1. Cornwallis Hewett FRSC (1787 – 13 September 1841) was a physician who served as Downing Professor of Medicine and Physician-Extraordinary to the King. His younger half-brother Prescott Gardner Hewett also served as Physician-Extraordinary as well as Serjeant Surgeon.

==Early life==
Hewett was born in the East Indies in 1787 to William Nathan Wright Hewett of Calcutta and Bilham House, Doncaster. His father was initially a very wealthy man who lost his fortune from his love of horse-racing. Even though his father's change in fortune meant that he had to remove to France, he still managed to have a strong education at Charterhouse School followed by matriculation at Trinity College, Cambridge in 1806, and received his Bachelor of Arts degree in 1809 with a Members' Prize.
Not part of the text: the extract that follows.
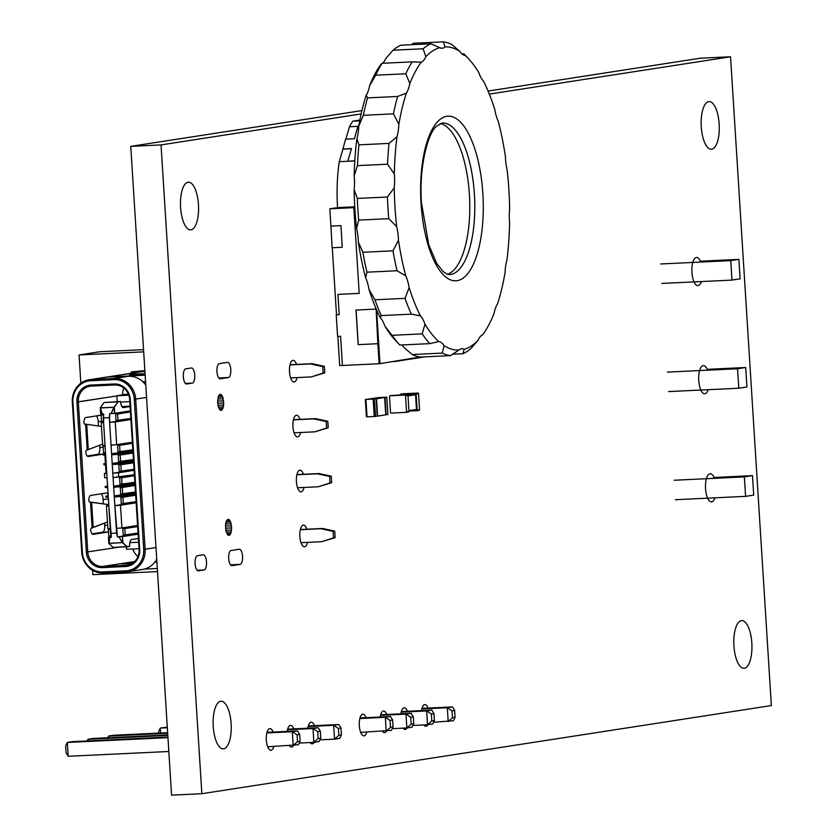 <?xml version="1.0" encoding="UTF-8"?>
<svg xmlns="http://www.w3.org/2000/svg" width="837" height="837" viewBox="0 0 837 837"><rect width="100%" height="100%" fill="white"/><g stroke="black" fill="none" stroke-linecap="round" stroke-linejoin="round"><path stroke-width="1.26" d="M267.003 732.365L297.543 730.91L299.667 734.415L300.096 741.341L298.411 744.752L267.694 746.771M297.543 730.91L292.333 731.716L293.201 745.558L297.491 741.739L300.096 741.341M299.667 734.415L297.062 734.823L292.333 731.716L266.857 732.93M318.206 727.709L320.33 731.214L320.759 738.14L319.075 741.551L313.865 742.356L312.996 728.514L318.206 727.709L287.666 729.163M320.759 738.14L318.165 738.537L313.865 742.356L299.248 743.057M320.33 731.214L317.725 731.622L312.996 728.514L287.52 729.728M308.33 725.972L338.87 724.507L333.66 725.313L334.528 739.155L319.912 739.856M338.87 724.507L340.994 728.023L338.389 728.42L333.66 725.313L308.183 726.537M340.994 728.023L341.433 734.938L339.738 738.349L334.528 739.155L338.828 735.346L338.389 728.42M168.823 751.49L68.195 756.282L66.071 752.777L65.642 745.861L67.326 742.44L68.195 756.282M167.955 737.648L67.326 742.44L72.537 741.634L167.923 737.094M167.787 734.886L93.2 738.443L87.99 739.249L88.094 740.902M167.819 735.441L87.99 739.249L87.153 740.944M167.682 733.233L108.653 736.047L108.758 737.7M167.641 732.678L113.863 735.242L108.653 736.047L107.816 737.742M297.062 734.823L297.491 741.739M317.725 731.622L318.165 738.537M341.433 734.938L338.828 735.346M120.246 487.573L122.254 487.479L122.662 493.966L120.654 494.06L120.246 487.573L122.254 487.479L122.662 493.966L120.654 494.06L120.246 487.573L135.071 485.282L120.246 487.573L135.081 485.491L122.254 487.479L122.662 493.966L135.489 491.978L120.654 494.06L120.246 487.573L135.071 485.282M119.628 477.843L121.637 477.749L122.045 484.236L120.036 484.33L119.628 477.843L121.637 477.749L122.045 484.236L120.036 484.33L119.628 477.843L134.454 475.542L119.628 477.843L134.464 475.761L121.637 477.749L122.045 484.236L134.872 482.248L120.036 484.33L119.628 477.843L134.454 475.542M120.821 464.765L121.229 471.252L119.22 471.357L118.812 464.859L120.821 464.765L121.229 471.252L119.22 471.357L118.812 464.859L133.638 462.568L118.812 464.859L133.648 462.777L120.821 464.765L121.229 471.252L134.056 469.275L119.22 471.357L118.812 464.859L133.648 462.777M118.205 455.129L120.204 455.035L120.612 461.522L118.613 461.616L118.205 455.129L120.204 455.035L120.612 461.522L133.449 459.534L118.613 461.616L118.205 455.129L133.031 452.838L118.205 455.129L133.041 453.047L120.204 455.035L120.612 461.522L118.613 461.616L118.205 455.129L133.031 452.838M122.83 528.66L124.839 528.565L125.247 535.052L123.238 535.146L122.83 528.66L124.839 528.565L125.247 535.052L123.238 535.146L122.83 528.66L137.655 526.368L122.83 528.66L137.666 526.578L124.839 528.565L125.247 535.052L138.074 533.064L123.238 535.146L122.83 528.66L137.655 526.368M117.588 445.399L119.597 445.305L120.005 451.792L117.996 451.886L117.588 445.399L119.597 445.305L120.005 451.792L132.832 449.804L117.996 451.886L117.588 445.399L132.413 443.108L117.588 445.399L132.424 443.317L119.597 445.305L120.005 451.792L117.996 451.886L117.588 445.399L132.413 443.108M120.852 497.304L122.861 497.209L123.269 503.696L121.26 503.79L120.852 497.304L122.861 497.209L123.269 503.696L121.26 503.79L120.852 497.304L135.678 495.012L120.852 497.304L135.688 495.222L122.861 497.209L123.269 503.696L136.096 501.708L121.26 503.79L120.852 497.304L135.678 495.012M115.621 414.043L117.619 413.949L118.027 420.436L116.029 420.53L115.621 414.043L117.619 413.949L118.027 420.436L130.865 418.448L116.029 420.53L115.621 414.043L130.436 411.752L115.621 414.043L130.457 411.961L117.619 413.949L118.027 420.436L116.029 420.53L115.621 414.043L130.436 411.752M122.851 542.753L118.864 536.862L117.41 536.925L116.584 533.106L110.568 533.399L111.394 537.218L109.95 537.281L108.81 543.422L113.173 547.429L129.651 546.383L127.214 546.76L122.39 542.638L127.214 546.76L122.851 542.753L122.464 536.58L122.851 542.753L122.464 536.58L138.136 534.152L117.41 536.925L114.857 505.663L136.169 502.796L120.486 505.213L121.92 527.927L137.592 525.5M138.136 534.152L118.864 536.862L122.39 542.638L108.81 543.422L113.173 547.429L129.651 546.383A6.508 2.459 -92.7 0 1 131.681 539.52L138.419 538.473M108.81 505.527L106.456 505.883L108.841 505.946L111.394 537.218L110.568 533.399L116.584 533.106L116.28 528.367L121.92 527.927L120.486 505.213L114.857 505.663L114.313 497.011L119.942 496.571L119.879 495.483L114.24 495.933L113.079 477.55L134.401 474.673L118.718 477.1L118.446 472.779L134.129 470.352L112.807 473.219L111.656 454.836L117.295 454.397L117.222 453.319L132.905 450.892L111.583 453.759L111.039 445.106L116.678 444.667L115.255 421.953L130.928 419.525L109.616 422.403L109.312 417.663L103.296 417.945L103.642 413.949L103.296 417.945L107.68 487.563L105.295 487.5L105.232 486.423L107.607 486.485L108.287 497.293L105.912 497.241L105.839 496.153L108.193 495.786L105.839 496.153L108.224 496.215L110.264 528.66L107.879 528.597L106.456 505.883L107.879 528.597L110.264 528.66L108.841 505.946L106.456 505.883L108.81 505.527L106.456 505.883L107.879 528.597L110.264 528.66L110.568 533.399L116.584 533.106L114.24 495.933L135.552 493.056L119.879 495.483L119.942 496.571L135.625 494.144M136.169 502.796L120.486 505.213L121.92 527.927L116.28 528.367L113.623 486.192L134.778 482.928L134.736 482.269L134.914 482.918L113.623 486.192L134.945 483.326L119.262 485.753L119.335 486.831L135.008 484.414M135.552 493.056L119.879 495.483L119.942 496.571L114.313 497.011L113.696 487.28L119.335 486.831L119.262 485.753L119.335 486.831L113.696 487.28L113.623 486.192L119.262 485.753L113.623 486.192L113.079 477.55L112.807 473.219L134.098 469.944M134.129 470.352L118.446 472.779L118.718 477.1L118.446 472.779L112.807 473.219L112.263 464.566L112.2 463.489L133.512 460.622L117.839 463.049L117.902 464.127L133.585 461.7M134.914 482.918L113.623 486.192L112.263 464.566L117.902 464.127L117.839 463.049L112.2 463.489L109.312 417.663L103.296 417.945L109.312 417.663L109.657 413.656L114.711 413.311L114.324 407.127L111.112 413.593L114.711 413.311L113.874 407.316L118.09 401.865L114.324 407.127L114.711 413.311L130.384 410.883M114.324 407.127L118.09 401.865L120.538 401.488A6.508 2.459 87.3 0 0 123.29 407.609A6.508 2.459 87.3 0 0 123.384 407.598L130.112 406.552M132.905 450.892L117.222 453.319L117.295 454.397L117.222 453.319L111.583 453.759L111.039 445.106L116.678 444.667L115.255 421.953L116.678 444.667L132.361 442.239M133.512 460.622L117.839 463.049L117.902 464.127L112.263 464.566L111.656 454.836L132.968 451.97M130.928 419.525L109.616 422.403L109.657 413.656L111.112 413.593L113.874 407.316L100.283 407.797L100.67 413.98L102.187 414.012L100.283 407.797L104.06 402.534L120.538 401.488A6.508 2.459 87.3 0 0 123.384 407.598L123.185 407.609M105.023 445.399L102.648 445.336L101.214 422.622L102.648 445.336L105.023 445.399L105.567 454.041L103.192 453.989L103.254 455.066L105.64 455.129L106.184 463.771L103.798 463.719L103.872 464.797L106.247 464.859L106.791 473.512L106.184 463.771L103.798 463.719L106.153 463.353L103.798 463.719L103.872 464.797L106.247 464.859L105.567 454.041L103.192 453.989L105.546 453.623L103.192 453.989L103.254 455.066L105.64 455.129L103.6 422.685L105.023 445.399L102.648 445.336L101.214 422.622L103.6 422.685L103.642 413.949L102.187 414.012L100.283 407.797L100.67 413.98L100.283 407.797L104.06 402.534L120.538 401.488A6.508 2.459 87.3 0 0 123.384 407.598M122.464 536.58L118.864 536.862L122.39 542.638L108.998 543.276L109.95 537.281L108.423 537.249L108.81 543.422L108.423 537.249L111.394 537.218L109.95 537.281L108.81 543.422L108.423 537.249L111.311 536.799M107.586 486.056L105.232 486.423L105.295 487.5L105.232 486.423L107.586 486.056L105.232 486.423L107.607 486.485L107.063 477.833L104.688 477.77L104.416 473.449L106.77 473.083L104.416 473.449L106.791 473.512L107.063 477.833L104.688 477.77L104.416 473.449L106.791 473.512L107.063 477.833L104.688 477.77L104.416 473.449L106.791 473.512M123.803 387.991A15.181 14.041 -98.8 0 0 122.662 394.855A15.181 14.041 -98.8 0 1 123.803 387.991A15.181 14.041 -98.8 0 0 122.662 394.855M137.979 556.574A15.181 14.041 81.2 0 1 132.832 548.999A15.181 14.041 81.2 0 0 137.979 556.574A15.181 14.041 81.2 0 1 132.832 548.999M144.864 370.624L131.273 371.869L144.864 370.624L131.273 371.869L131.357 373.25L131.273 371.869L144.906 371.22M117.232 401.645L116.856 395.755L117.232 401.645L116.856 395.755L128.354 393.976L116.856 395.755L128.825 395.179L116.856 395.755L128.354 393.976M126.366 546.802L126.523 549.302L126.366 546.802L126.523 549.302L139.057 548.706M138.649 542.219L129.85 542.638M110.62 533.671L111.122 535.952L108.768 536.098L108.36 529.612L110.306 529.308L108.36 529.612L108.768 536.098L111.122 535.952M110.317 529.518L108.36 529.612L110.306 529.308M129.808 401.645L120.58 402.084M121.846 406.531L130.091 406.144M103.328 417.663L103.568 414.838L101.141 414.995L103.589 414.618M103.516 421.388L101.549 421.482L103.516 421.388L101.549 421.482L101.141 414.995L103.568 414.838M105.682 455.862L104.949 455.893L105.357 462.38L104.949 455.893L105.682 455.778L104.949 455.893L105.682 455.862L104.949 455.893L105.357 462.38L106.09 462.348M105.085 446.257L103.118 446.351L103.526 452.838L103.118 446.351L105.064 446.048L103.118 446.351L105.085 446.257L103.118 446.351L103.526 452.838L105.493 452.744M106.299 465.592L105.567 465.623L105.975 472.11L105.567 465.623L106.289 465.518L105.567 465.623L106.299 465.592L105.567 465.623L105.975 472.11L106.707 472.078M134.318 475.562L134.265 474.694M115.255 421.953L109.616 422.403L111.039 445.106L109.616 422.403L130.907 419.117M130.248 410.904L130.3 411.773M130.729 418.469L130.771 419.128L109.616 422.403L130.771 419.128L130.729 418.469L130.771 419.128M120.486 505.213L114.857 505.663L136.138 502.378M135.489 494.165L135.542 495.033M135.96 501.729L136.002 502.388L114.857 505.663L136.002 502.388L135.96 501.729L136.002 502.388M119.879 495.483L114.24 495.933L135.531 492.648M134.872 484.435L134.935 485.303M135.353 491.999L135.395 492.658L114.24 495.933L135.395 492.658L135.353 491.999L135.395 492.658M117.839 463.049L112.2 463.489L133.491 460.214M132.832 451.99L132.895 452.859M133.313 459.555L133.355 460.214L112.2 463.489L133.355 460.214L133.313 459.555L133.355 460.214M117.222 453.319L111.583 453.759L111.656 454.836L111.583 453.759L132.874 450.473M132.225 442.26L132.277 443.129M132.696 449.825L132.738 450.484L111.583 453.759L132.738 450.484L132.696 449.825L132.738 450.484M133.449 461.721L133.501 462.589M133.92 469.295L133.962 469.944L112.807 473.219L133.962 469.944L133.92 469.295L133.962 469.944M118.864 536.862L138.115 533.734M137.456 525.521L137.519 526.389M117.41 536.925L137.979 533.744L137.938 533.085L137.979 533.744L117.41 536.925L116.584 533.106M99.666 445.221L99.812 447.502L103.181 447.335L99.812 447.502L99.666 445.221L99.812 447.502A6.508 2.459 -92.7 0 1 97.772 454.365L87.236 455.998M96.422 415.916A6.508 2.459 -92.7 0 1 98.18 421.545L101.549 421.388L98.18 421.545A6.508 2.459 -92.7 0 0 96.422 415.916A6.508 2.459 -92.7 0 1 98.18 421.545L98.452 426.002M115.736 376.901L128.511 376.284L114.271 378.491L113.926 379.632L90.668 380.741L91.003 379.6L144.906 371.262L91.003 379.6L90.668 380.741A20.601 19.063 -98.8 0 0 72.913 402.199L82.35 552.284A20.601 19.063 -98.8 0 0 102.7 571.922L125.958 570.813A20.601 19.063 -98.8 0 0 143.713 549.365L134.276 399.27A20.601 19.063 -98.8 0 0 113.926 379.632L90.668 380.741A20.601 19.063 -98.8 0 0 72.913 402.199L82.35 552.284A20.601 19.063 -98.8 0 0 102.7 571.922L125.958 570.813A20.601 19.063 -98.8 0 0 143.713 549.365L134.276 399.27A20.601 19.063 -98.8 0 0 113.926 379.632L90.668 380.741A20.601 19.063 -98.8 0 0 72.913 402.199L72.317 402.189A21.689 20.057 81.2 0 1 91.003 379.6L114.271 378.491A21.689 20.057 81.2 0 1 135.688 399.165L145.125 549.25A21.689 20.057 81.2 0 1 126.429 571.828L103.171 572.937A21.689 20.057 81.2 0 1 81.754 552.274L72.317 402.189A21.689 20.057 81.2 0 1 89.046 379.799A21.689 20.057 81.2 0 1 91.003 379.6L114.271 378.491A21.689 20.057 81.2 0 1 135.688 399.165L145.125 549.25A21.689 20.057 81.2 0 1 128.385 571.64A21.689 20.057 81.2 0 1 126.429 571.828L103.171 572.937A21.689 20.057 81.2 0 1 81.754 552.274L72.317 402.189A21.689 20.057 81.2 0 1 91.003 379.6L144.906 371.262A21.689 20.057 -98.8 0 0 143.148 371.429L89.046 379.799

He later transferred to Downing College, Cambridge and graduated with a Master of Arts degree in 1812, his medical license in 1814, along with a further Bachelor of Medicine from Downing College, Cambridge as well as an incorporated Bachelor of Medicine from Brasenose College, Oxford.

==Medical career==
After receiving his M.L. Hewett was appointed Downing Professor of Medicine, one of the most senior medical appointments in the gift of the University of Cambridge. Hewett was also appointed a Fellow and Tutor at Downing College, Cambridge in 1814 and later he received his Doctorate of Medicine in 1822. On receiving his M.D. on 9 August 1822 he was also appointed as a Member of the Royal College of Physicians, becoming a fellow on 12 April 1824. On 25 March 1825 he was appointed the physician to St George's Hospital, London a position in which he served until 1833. He was also appointed Physician-Extraordinary to the King, William IV on 20 July 1832, although no works were published under his name during that appointment. His distinguished career although outdone by his younger half-brother Prescott Gardner Hewett did inspire him to also join St George's Hospital in his wake.

==Personal life==
Hewett lived at Berkeley Street, St George Hanover Square, Middlesex. He died at Brighton on 13 September 1841.

As well as being brother to Rev. John Short Hewett and Sir Prescott Gardner Hewett, Bt., he was also uncle of Rev. John Hewett and Vice-Admiral William Hewett, great uncle of John Prescott Hewett and of Rear Admiral George Hayley Hewett.